Since the syntactic turnstile symbol $\vdash$ (syntactic entailment) is not a symbol of the object formal language, (a1, ... an)⊢q ⟶ (a1, ... an, p1)⊢q is not a well-formed formula (i.e. it is not a wff/proposition) of the object language. So what does actually mean the material conditional connective ⟶ in it ?

 

[.Scott]

Implies.
In other words, if (a) entails q, then (a,anything else) will also entail q.

 

[cianfa72]

Implies.
In other words, if (a) entails q, then (a,anything else) will also entail q.

LHS and RHS of (a1, ... an)⊢q ⟶ (a1, ... an, p1)⊢q are propositions/sentences of the meta-language discourse about the object formal language, hence the symbol ⟶ in between should be replaced by $\implies$ or better $\vDash$ as a symbol of the meta-meta-language (it basically asserts that whenever the LHS is true, the RHS is also true as both statements of the meta-language).

 

[cianfa72]

Sorry to be boring, just to recap my understanding so far. Consider the following in the context of predicate logic (aka predicate calculus or first-order logic).

"If $x$ is even then $x^2$ is even"

According to predicate logic, "is even" is a predicate, let's assign it the predicate symbol $E$. $x$ is a variable taking values from the domain of discourse $D$. $(.)^2$ is a non-logical function symbol. The expression "If...then" is the conditional logical connective $\to$, therefore we have the (predicate logic) well-formed formula (wff): $$E(x) \to E((x)^2)$$ Call the LHS wff as $P(x)$ and the RHS wff as $Q(x)$, hence the $P(x) \to Q(x)$ wff. Note that the latter isn't a proposition (i.e. it hasn't a truth value) since the variable $x$ isn't bounded. Actually in order to assign it a truth value, one needs to define a semantics through an interpretation/model.

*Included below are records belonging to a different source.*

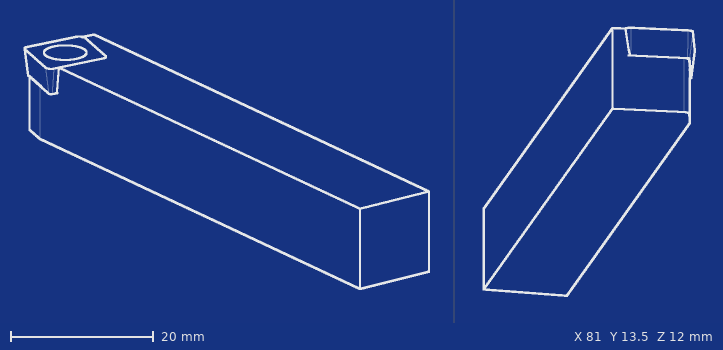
import cadquery as cq
import math

TOOL_LENGTH = 81.0
SHANK_SIZE = 12.0

INSCRIBED_DIAMETER = 9.55
INSERT_THICKNESS = 4.0
INSERT_OVERHANG = 1.5
CORNER_RADIUS = 0.8
RELIEF_ANGLE = 7.0
HOLE_DIAMETER = 6.0
FRONT_CLEARANCE = 0.1

END_SIDE_ANGLE = 175.0
FRONT_SIDE_ANGLE = 255.0

insert_base = SHANK_SIZE - INSERT_THICKNESS
top_reach = INSCRIBED_DIAMETER / 2
relief = INSERT_THICKNESS * math.tan(math.radians(RELIEF_ANGLE))
base_reach = top_reach - relief
base_radius = CORNER_RADIUS - relief


def side_crossing(angle_a, reach_a, angle_b, reach_b):
    """Corner of two sides, each given by its facing angle and its distance from the insert axis."""
    a = math.radians(angle_a)
    b = math.radians(angle_b)
    spread = math.sin(b - a)
    x = (reach_a * math.sin(b) - reach_b * math.sin(a)) / spread
    y = (reach_b * math.cos(a) - reach_a * math.cos(b)) / spread
    return (x, y)


arc_reach = top_reach - CORNER_RADIUS
nose_arc = side_crossing(END_SIDE_ANGLE, arc_reach, FRONT_SIDE_ANGLE, arc_reach)
front_arc = side_crossing(FRONT_SIDE_ANGLE, arc_reach, END_SIDE_ANGLE + 180, arc_reach)
center_x = CORNER_RADIUS - nose_arc[0]
center_y = CORNER_RADIUS - front_arc[1] - INSERT_OVERHANG


def rhombus_outline(reach, radius):
    """Rounded rhombus whose four sides lie at the given distance from the insert axis."""
    angles = [END_SIDE_ANGLE, FRONT_SIDE_ANGLE, END_SIDE_ANGLE + 180, FRONT_SIDE_ANGLE + 180]
    corners = [side_crossing(angles[i], reach, angles[(i + 1) % 4], reach) for i in range(4)]
    return cq.Sketch().polygon(corners + corners[:1]).vertices().fillet(radius)


def make_insert_blank():
    """Insert without its hole, narrowing downward by the relief angle."""
    return (
        cq.Workplane("XY")
        .workplane(offset=insert_base)
        .center(center_x, center_y)
        .placeSketch(
            rhombus_outline(base_reach, base_radius),
            rhombus_outline(top_reach, CORNER_RADIUS).moved(cq.Location(cq.Vector(0, 0, INSERT_THICKNESS))),
        )
        .loft(ruled=True)
    )


def make_stud():
    """Round stud of the holder that fills the insert hole."""
    return (
        cq.Workplane("XY")
        .workplane(offset=insert_base)
        .center(center_x, center_y)
        .circle(HOLE_DIAMETER / 2)
        .extrude(INSERT_THICKNESS)
    )


def make_shank():
    """Square bar whose end follows the two cutting sides at the base of the insert."""
    front_reach = base_reach - FRONT_CLEARANCE
    end = TOOL_LENGTH - center_x
    front = -center_y
    back = SHANK_SIZE - center_y
    front_start = side_crossing(FRONT_SIDE_ANGLE, front_reach, 270, center_y)
    nose = side_crossing(END_SIDE_ANGLE, base_reach, FRONT_SIDE_ANGLE, front_reach)
    back_start = side_crossing(90, back, END_SIDE_ANGLE, base_reach)
    outline = [front_start, (end, front), (end, back), back_start, nose]
    bar = cq.Workplane("XY").center(center_x, center_y).polyline(outline).close().extrude(SHANK_SIZE)
    nose_point = (center_x + nose[0], center_y + nose[1], SHANK_SIZE / 2)
    return bar.edges(cq.selectors.NearestToPointSelector(nose_point)).fillet(CORNER_RADIUS)


insert_blank = make_insert_blank()
stud = make_stud()

insert = insert_blank.cut(stud)
holder = make_shank().cut(insert_blank).union(stud)

result = cq.Compound.makeCompound([*holder.solids().vals(), *insert.solids().vals()])

Fixed the mathematical theory of natural numbers as interpretation, the domain of discourse $D$ becomes the set of natural numbers $\mathbb N$, the predicate associated to predicate symbol $E$ the obvious "is even" and $(.)^2$ the "square operator".
For any given value of $x$, $P(x), Q(x)$ and $P(x) \to Q(x)$ are all propositions. Therefore one may ask: regardless of the actual value of $x$, does $P(x) \to Q(x)$ always evaluate to true? What one has to check is only one thing: namely that in all cases $P(x)$ evaluates to true, $Q(x)$ evaluates to true as well. Full stop.

For the aforementioned wff, using the "natural" mathematical interpretation, it turns out to be true. Therefore at meta-logic level one can assert: $P(x) \implies Q(x)$. Note the use of the meta-logic symbol $\implies$, since the symbol $\models$ is reserved for semantic logical implication, i.e. in case $P(x) \to Q(x)$ evaluates as true regardless the interpretation.

In the aforementioned case, $P(x) \models Q(x)$ is not the case since, for instance, one may define a different meaning/interpretation of the function symbol $(.)^2$ such that the above doesn't hold anymore. In other words $\forall x : P(x) \to Q(x)$ is just a mathematical truth.